* **Data records**
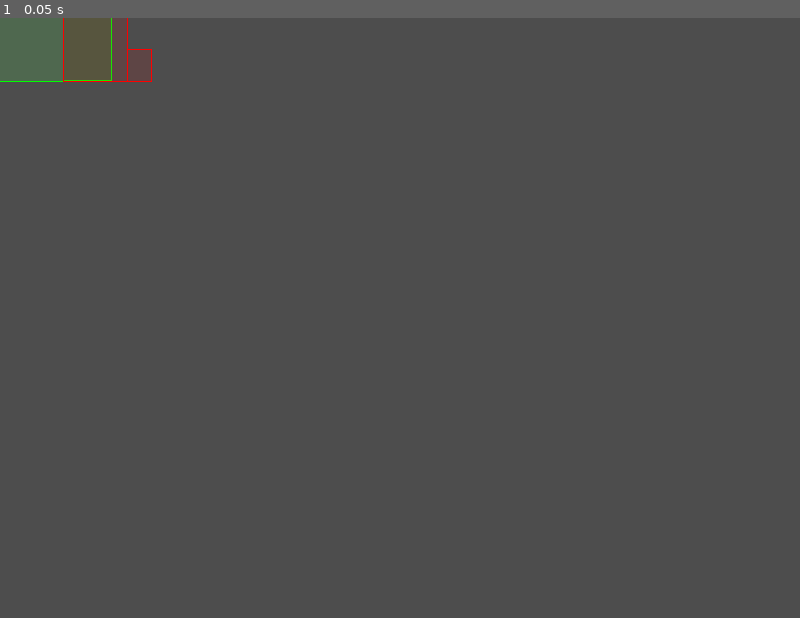
Above: before the commit, frame 1.
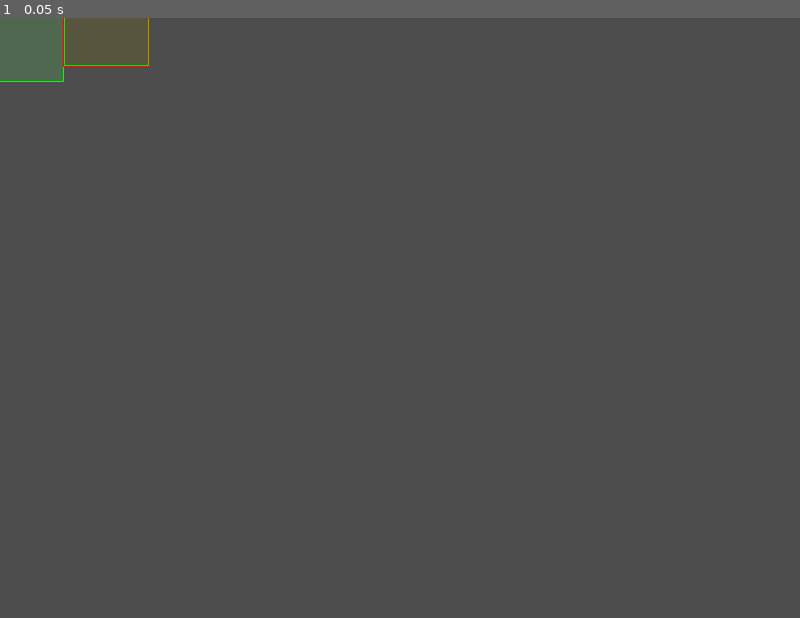
Above: after the commit, the same moment.

Repository: SamBumgardner/spellstrike
Game: Godot game, scene res://player/collision_box_viewer.tscn
The game is run twice, just before and just after one commit, with the same random seed, the same clock (stepped at 60 frames per second) and the same inputs. This scene is started directly instead of the project's main scene.
Inputs:
- Up to frame 1 (0.05 s): no input

The runs differ from the first frame. In frame 1, 0.1% of the frame differs, in the area x 7-19%, y 0-11%.

Commit message:
tweak gameplay values a bit

Diff:
--- a/game/assets/data/states/character/mix/state_mix_b.tres
+++ b/game/assets/data/states/character/mix/state_mix_b.tres
@@ -25,7 +25,7 @@
 
 [sub_resource type="Resource" id="Resource_3fuw6"]
 script = ExtResource("6_n7qqx")
-damage = 15
+damage = 12
 hitstun = 11
 hitstop = 12
 pushback = 5
@@ -33,16 +33,16 @@
 
 [sub_resource type="Resource" id="Resource_h6wvl"]
 script = ExtResource("5_58s0p")
-x_offset = 112
+x_offset = 107
 y_offset = 24
-width = 96
+width = 86
 height = 50
 
 [sub_resource type="Resource" id="Resource_ec8mp"]
 script = ExtResource("5_58s0p")
-x_offset = 112
+x_offset = 107
 y_offset = 24
-width = 94
+width = 84
 height = 48
 
 [sub_resource type="Resource" id="Resource_2egce"]
@@ -69,7 +69,7 @@
 
 [sub_resource type="Resource" id="Resource_tfop5"]
 script = ExtResource("6_n7qqx")
-damage = 20
+damage = 12
 hitstun = 15
 hitstop = 12
 pushback = -20
--- a/game/assets/data/states/character/mix/state_mix_c.tres
+++ b/game/assets/data/states/character/mix/state_mix_c.tres
@@ -30,7 +30,7 @@
 
 [sub_resource type="Resource" id="Resource_4eel3"]
 script = ExtResource("5_4oo7b")
-damage = 40
+damage = 25
 hitstun = 30
 hitstop = 15
 pushback = 25
--- a/game/player/collision_box_viewer.tscn
+++ b/game/player/collision_box_viewer.tscn
@@ -1,9 +1,9 @@
 [gd_scene load_steps=3 format=3 uid="uid://wpsahyhayn75"]
 
 [ext_resource type="Script" path="res://player/collision_box_viewer.gd" id="1_siycv"]
-[ext_resource type="Resource" uid="uid://clph44pse6wkh" path="res://assets/data/states/character/mix/state_mix_c.tres" id="2_4vi4i"]
+[ext_resource type="Resource" uid="uid://ct2hmi77y1dqe" path="res://assets/data/states/character/mix/state_mix_b.tres" id="2_wmctc"]
 
 [node name="CollisionBoxViewer" type="Node2D"]
 script = ExtResource("1_siycv")
 displayed_phase = 1
-viewed_state = ExtResource("2_4vi4i")
+viewed_state = ExtResource("2_wmctc")

* **Your goal**
How many lines in the entries above hold the word "ExtResource"? Reply with the number by itself.

* **Output for this exercise**
8